Against NeRFiller, the paper reports PSNR, SSIM, and LPIPS. On that benchmark, ObjFiller-3D reaches 26.62 PSNR, 0.93 SSIM, and 0.07 LPIPS, compared with 15.89, 0.82, and 0.23 for NeRFiller. The abstract emphasizes PSNR 26.6 vs. 15.9. The supplementary per-object breakdown shows ObjFiller-3D outperforming NeRFiller on all eight NeRF synthetic categories: chair 4, drums 5, ficus 6, hotdog 7, lego 8, materials 9, mic 0, and ship 1 (Feng et al., 25 Aug 2025).
The ablations support the method’s principal design claims. Increasing the number of input views from 80 to 140 improves performance from 22.76 / 0.89 / 0.11 to 26.68 / 0.93 / 0.06, indicating that the method can exploit dense view information rather than being limited by it. The LoRA ablation shows that adaptation matters: for the 1.3B model, removing LoRA changes FID / LPIPS / CLIP from 92.07 / 0.190 / 29.87 to 107.2 / 0.205 / 29.76; for the 14B model, the corresponding change is from 90.75 / 0.195 / 30.19 to 104.8 / 0.219 / 30.19 (Feng et al., 25 Aug 2025).
The paper characterizes the main strengths as strong multiview consistency, better reconstruction quality, support for many views rather than only four, faster runtime than iterative 3D editing pipelines, reference-guided control, and extensibility to scene inpainting and object editing. Its explicit limitation is that the method is fundamentally bounded by the capabilities of current video foundation models. It also does not provide a detailed failure-case section, user study, or human preference test, and it does not report training-set generalization splits in depth, explicit robustness to severe out-of-domain objects, quantitative scene-inpainting metrics, or deep analysis of sparse-view settings (Feng et al., 25 Aug 2025).
Several further limitations are stated as implications rather than direct claims. A plausible implication is that reconstruction quality remains dependent on the quality of the generated multiview frames, because the method does not include explicit geometry-aware constraints inside the video model and instead induces consistency through video priors. Another plausible implication is that real-world generalization, while suggested by the paper’s practical deployment claims, remains less thoroughly validated than the rendered object setting on which most experiments are based (Feng et al., 25 Aug 2025). In comparison, IMFine places heavier emphasis on explicit geometry priors, inpainting-mask detection, and scene-specific test-time adaptation for unconstrained scenes, which suggests a complementary rather than identical solution space for 3D inpainting (Shi et al., 6 Mar 2025).

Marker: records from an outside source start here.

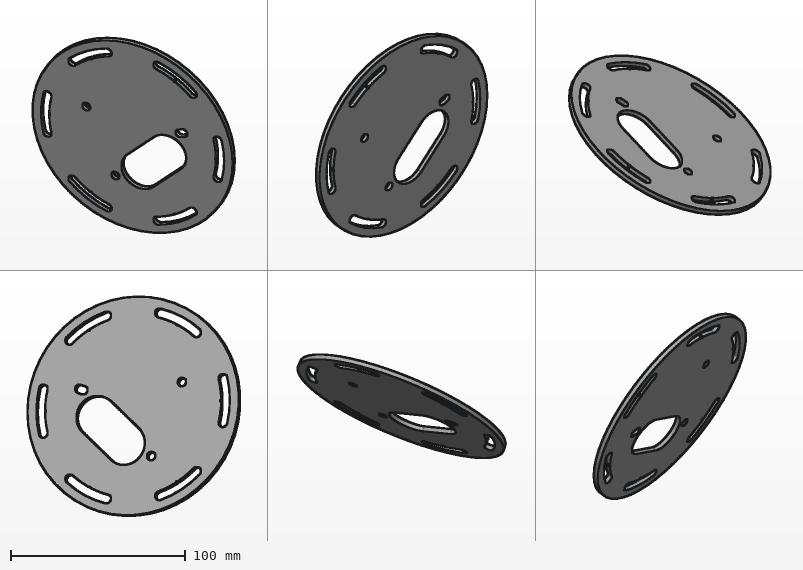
import cadquery as cq
import math

plate_diameter = 127.0
plate_thickness = 3.2

rim_slot_count = 6
rim_slot_radius = 55.5
rim_slot_width = 5.2
rim_slot_half_angle = 13.4
notch_radius = 0.5

hole_diameter = 5.0
hole_circle_radius = 31.8
hole_angles = (157.5, 250.0)
adjusting_slot_angle = 20.0
adjusting_slot_travel = 2.7

window_offset = 19.0
window_offset_angle = -45.0
window_width = 24.0
window_length = 48.1


def polar(radius, angle):
    """Point at a radius and an angle in degrees, measured from +X toward +Z."""
    return (radius * math.cos(math.radians(angle)), radius * math.sin(math.radians(angle)))


def front_sketch():
    """Workplane on the +Y face of the plate, with local x = X and local y = Z."""
    return cq.Workplane("XZ", origin=(0, plate_thickness / 2, 0))


def cut_through(body, outline):
    """Remove an outline from the plate over its full thickness."""
    return body.cut(outline.extrude(plate_thickness))


def rim_slot_outline(middle_angle):
    """Slot following the rim, with round ends."""
    inner_radius = rim_slot_radius - rim_slot_width / 2
    outer_radius = rim_slot_radius + rim_slot_width / 2
    start = middle_angle - rim_slot_half_angle
    end = middle_angle + rim_slot_half_angle
    end_cap_angle = math.degrees(rim_slot_width / 2 / rim_slot_radius)
    return (
        front_sketch()
        .moveTo(*polar(outer_radius, start))
        .threePointArc(polar(outer_radius, middle_angle), polar(outer_radius, end))
        .threePointArc(polar(rim_slot_radius, end + end_cap_angle), polar(inner_radius, end))
        .threePointArc(polar(inner_radius, middle_angle), polar(inner_radius, start))
        .threePointArc(polar(rim_slot_radius, start - end_cap_angle), polar(outer_radius, start))
        .close()
    )


def notch_outline(middle_angle):
    """Small round notch in the middle of a rim slot's inner edge."""
    inner_radius = rim_slot_radius - rim_slot_width / 2
    return front_sketch().center(*polar(inner_radius, middle_angle)).circle(notch_radius)


result = front_sketch().circle(plate_diameter / 2).extrude(plate_thickness)

for index in range(rim_slot_count):
    slot_angle = index * 360 / rim_slot_count
    result = cut_through(result, rim_slot_outline(slot_angle))
    result = cut_through(result, notch_outline(slot_angle))

hole_points = [polar(hole_circle_radius, angle) for angle in hole_angles]
result = cut_through(result, front_sketch().pushPoints(hole_points).circle(hole_diameter / 2))

adjusting_slot_middle = polar(hole_circle_radius + adjusting_slot_travel / 2, adjusting_slot_angle)
adjusting_slot_length = hole_diameter + adjusting_slot_travel
adjusting_slot = (
    front_sketch()
    .center(*adjusting_slot_middle)
    .slot2D(adjusting_slot_length, hole_diameter, adjusting_slot_angle)
)
result = cut_through(result, adjusting_slot)

window = (
    front_sketch()
    .center(*polar(window_offset, window_offset_angle))
    .slot2D(window_length, window_width, window_offset_angle + 90)
)
result = cut_through(result, window)
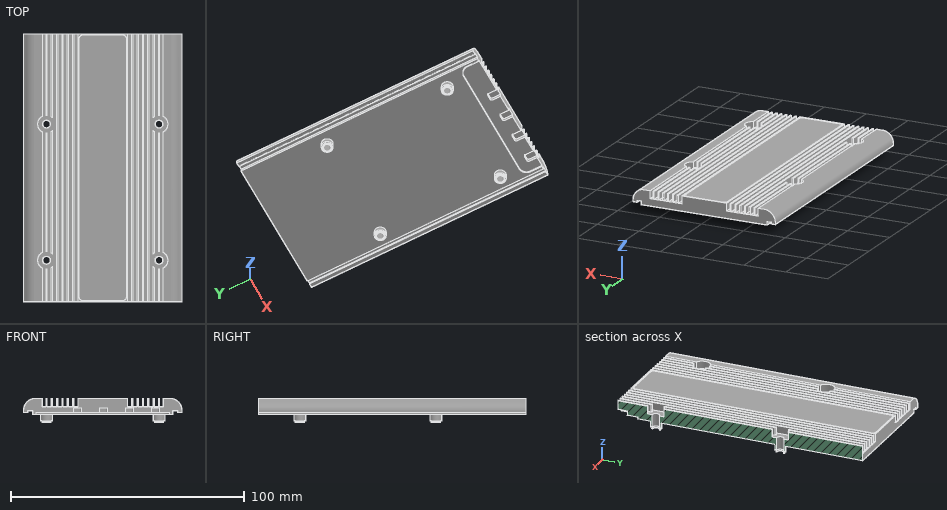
import cadquery as cq
LENGTH = 114.9
WIDTH = 68.0
TOP_Z = 7.0

SIDE_ARC_WIDTH = 4.7
SIDE_ARC_HEIGHT = 5.0
SIDE_RADIUS = 5.3

LIP_Z = 0.8
LIP_WIDTH = 2.0
GROOVE_WIDTH = 2.0
GROOVE_TOP_Z = 1.6

BLOCK_WIDTH = 21.4
FIN_BANK_OUTER_X = 25.9
FIN_FLOOR_Z = 3.5
FIN_COUNT = 6
FIN_THICKNESS = 0.6
FIN_PITCH = 2.3

LABEL_MARGIN = 0.5
LABEL_DEPTH = 0.1
LABEL_CORNER = 1.6

RECESS_WIDTH = 57.5
RECESS_DEPTH = 0.8
RECESS_CORNER = 3.6
RECESS_LENGTH = 9.2

NOTCH_COUNT = 4
NOTCH_PITCH = 11.1
NOTCH_CENTER_X = 5.9
NOTCH_WIDTH = 3.6
NOTCH_TOP_Z = 2.8
NOTCH_LENGTH = 4.6
NOTCH_CORNER = 0.8

SCREW_X = 24.1
SCREW_YS = (-39.6, 18.7)
COUNTERBORE_DIAMETER = 7.6
HOLE_DIAMETER = 3.2
PEG_DIAMETER = 5.2
PEG_BOTTOM_Z = -3.3
PEG_TIP_DIAMETER = 4.0
PEG_TIP_LENGTH = 0.7

SCREW_POINTS = [(x, y) for x in (-SCREW_X, SCREW_X) for y in SCREW_YS]


def make_body():
    """Extrude the cross-section: base, underside grooves, lips and rounded sides."""
    half = WIDTH / 2
    lip_inner = half - LIP_WIDTH
    rail_outer = lip_inner - GROOVE_WIDTH
    half_profile = (
        cq.Workplane("XZ", origin=(0, LENGTH / 2, 0))
        .lineTo(rail_outer, 0)
        .lineTo(rail_outer, GROOVE_TOP_Z)
        .lineTo(lip_inner, GROOVE_TOP_Z)
        .lineTo(lip_inner, LIP_Z)
        .lineTo(half, LIP_Z)
        .lineTo(half, TOP_Z - SIDE_ARC_HEIGHT)
        .radiusArc((half - SIDE_ARC_WIDTH, TOP_Z), -SIDE_RADIUS)
        .lineTo(0, TOP_Z)
        .close()
        .extrude(LENGTH)
    )
    return half_profile.union(half_profile.mirror("YZ"))


def make_fin_channels():
    """Both fin banks as open channels along Y, with the fins left standing in them."""
    bank_inner_x = BLOCK_WIDTH / 2
    bank_width = FIN_BANK_OUTER_X - bank_inner_x
    bank_center_x = bank_inner_x + bank_width / 2
    fin_xs = [SCREW_X - i * FIN_PITCH for i in range(FIN_COUNT)]
    height = TOP_Z - FIN_FLOOR_Z
    floor = cq.Workplane("XY", origin=(0, 0, FIN_FLOOR_Z))
    sides = (-1, 1)
    banks = (
        floor.pushPoints([(side * bank_center_x, 0) for side in sides])
        .rect(bank_width, LENGTH)
        .extrude(height)
    )
    fins = (
        floor.pushPoints([(side * x, 0) for side in sides for x in fin_xs])
        .rect(FIN_THICKNESS, LENGTH)
        .extrude(height)
    )
    return banks.cut(fins)


def make_label_recess():
    return (
        cq.Workplane("XY", origin=(0, 0, TOP_Z - LABEL_DEPTH))
        .rect(BLOCK_WIDTH - 2 * LABEL_MARGIN, LENGTH - 2 * LABEL_MARGIN)
        .extrude(LABEL_DEPTH)
        .edges("|Z")
        .fillet(LABEL_CORNER)
    )


def make_end_pocket(center_x, width, length, height, corner):
    """Pocket running in from the -Y end, with rounded corners at its closed end."""
    return (
        cq.Workplane("XY")
        .center(center_x, (length - LENGTH) / 2)
        .rect(width, length)
        .extrude(height)
        .edges("|Z and >Y")
        .fillet(corner)
    )


def cylinders(diameter, bottom_z, top_z):
    """One upright cylinder at each screw position."""
    return (
        cq.Workplane("XY", origin=(0, 0, bottom_z))
        .pushPoints(SCREW_POINTS)
        .circle(diameter / 2)
        .extrude(top_z - bottom_z)
    )


result = make_body().cut(make_fin_channels()).cut(make_label_recess())

result = result.cut(
    make_end_pocket(0, RECESS_WIDTH, RECESS_LENGTH, RECESS_DEPTH, RECESS_CORNER)
)
for i in range(NOTCH_COUNT):
    notch_x = NOTCH_CENTER_X + (i - (NOTCH_COUNT - 1) / 2) * NOTCH_PITCH
    result = result.cut(
        make_end_pocket(notch_x, NOTCH_WIDTH, NOTCH_LENGTH, NOTCH_TOP_Z, NOTCH_CORNER)
    )

peg_step_z = PEG_BOTTOM_Z + PEG_TIP_LENGTH
result = result.union(cylinders(PEG_DIAMETER, peg_step_z, FIN_FLOOR_Z))
result = result.union(cylinders(PEG_TIP_DIAMETER, PEG_BOTTOM_Z, peg_step_z))
result = result.cut(cylinders(COUNTERBORE_DIAMETER, FIN_FLOOR_Z, TOP_Z))
result = result.cut(cylinders(HOLE_DIAMETER, PEG_BOTTOM_Z, FIN_FLOOR_Z))
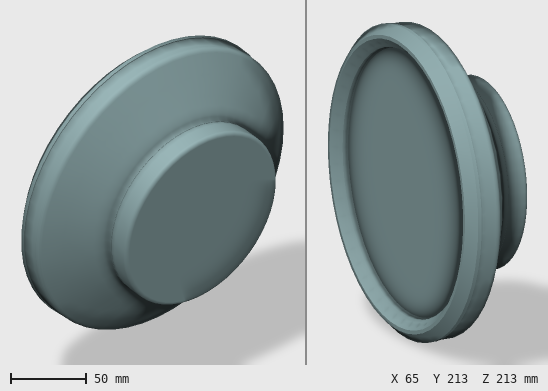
import cadquery as cq
import math

total_depth = 65.0

bezel_radius = 106.5
bezel_depth = 11.0
bezel_band_end = 9.2
bezel_outer_chamfer = 6.5
bezel_lip_width = 2.5
bezel_inner_chamfer = 6.4
bezel_foot_chamfer = 0.9

housing_radius = 211.5 / 2
face_position = 10.2
shoulder_end = 24.5
shoulder_fillet = 4.5
cone_angle = math.radians(60)
neck_radius = 130.0 / 2
neck_blend = 3.6
neck_fillet = 2.8

groove_radius = 129.5 / 2
groove_start = 49.5
groove_width = 0.9

lip_outer_radius = bezel_radius - bezel_outer_chamfer
lip_inner_radius = lip_outer_radius - bezel_lip_width
bore_radius = lip_inner_radius - bezel_inner_chamfer
opening_radius = bore_radius - bezel_foot_chamfer


def revolve_about_x(profile):
    """Turn a closed (x, radius) profile into a solid around the X axis."""
    return profile.close().revolve(360, (0, 0, 0), (1, 0, 0))


def make_bezel():
    """Ring with a sloped outside, a flat lip and a sloped inside leading to a short bore."""
    profile = (
        cq.Workplane("XY")
        .moveTo(0, lip_inner_radius)
        .lineTo(0, lip_outer_radius)
        .lineTo(bezel_outer_chamfer, bezel_radius)
        .lineTo(bezel_band_end, bezel_radius)
        .lineTo(bezel_band_end, housing_radius)
        .lineTo(bezel_depth, housing_radius)
        .lineTo(bezel_depth, opening_radius)
        .lineTo(face_position, opening_radius)
        .lineTo(face_position - bezel_foot_chamfer, bore_radius)
        .lineTo(bezel_inner_chamfer, bore_radius)
    )
    return revolve_about_x(profile)


def make_housing():
    """Solid body: flat face inside the bezel, rounded shoulder, cone and grooved neck."""
    arc_start = shoulder_end - shoulder_fillet * math.sin(cone_angle)
    arc_center_radius = housing_radius - shoulder_fillet
    cone_start_radius = arc_center_radius + shoulder_fillet * math.cos(cone_angle)
    arc_mid = (
        arc_start + shoulder_fillet * math.sin(cone_angle / 2),
        arc_center_radius + shoulder_fillet * math.cos(cone_angle / 2),
    )
    cone_end = shoulder_end + (cone_start_radius - neck_radius) / math.tan(cone_angle)
    blend_tangent = neck_blend * math.tan(cone_angle / 2)
    blend_end = cone_end + blend_tangent
    blend_center_radius = neck_radius + neck_blend
    blend_start = (
        blend_end - neck_blend * math.sin(cone_angle),
        blend_center_radius - neck_blend * math.cos(cone_angle),
    )
    blend_mid = (
        blend_end - neck_blend * math.sin(cone_angle / 2),
        blend_center_radius - neck_blend * math.cos(cone_angle / 2),
    )
    groove_end = groove_start + groove_width

    profile = (
        cq.Workplane("XY")
        .moveTo(face_position, 0)
        .lineTo(face_position, opening_radius)
        .lineTo(bezel_depth, opening_radius)
        .lineTo(bezel_depth, housing_radius)
        .lineTo(arc_start, housing_radius)
        .threePointArc(arc_mid, (shoulder_end, cone_start_radius))
        .lineTo(*blend_start)
        .threePointArc(blend_mid, (blend_end, neck_radius))
        .lineTo(groove_start, neck_radius)
        .lineTo(groove_start, groove_radius)
        .lineTo(groove_end, groove_radius)
        .lineTo(groove_end, neck_radius)
        .lineTo(total_depth, neck_radius)
        .lineTo(total_depth, 0)
    )
    return revolve_about_x(profile).faces(">X").edges().fillet(neck_fillet)


bezel = make_bezel()
housing = make_housing()

result = cq.Compound.makeCompound([bezel.val(), housing.val()])

ObjFiller-3D is therefore best understood as a method that relocates the central burden of 3D object completion from independent image inpainting and iterative 3D consolidation to video-consistent multiview generation. Its distinctive contribution is not a new 3D representation, but a cross-domain adaptation of video diffusion priors to multiview 3D object inpainting, combined with a simple reference-based control mechanism and a conventional 3DGS reconstruction backend (Feng et al., 25 Aug 2025).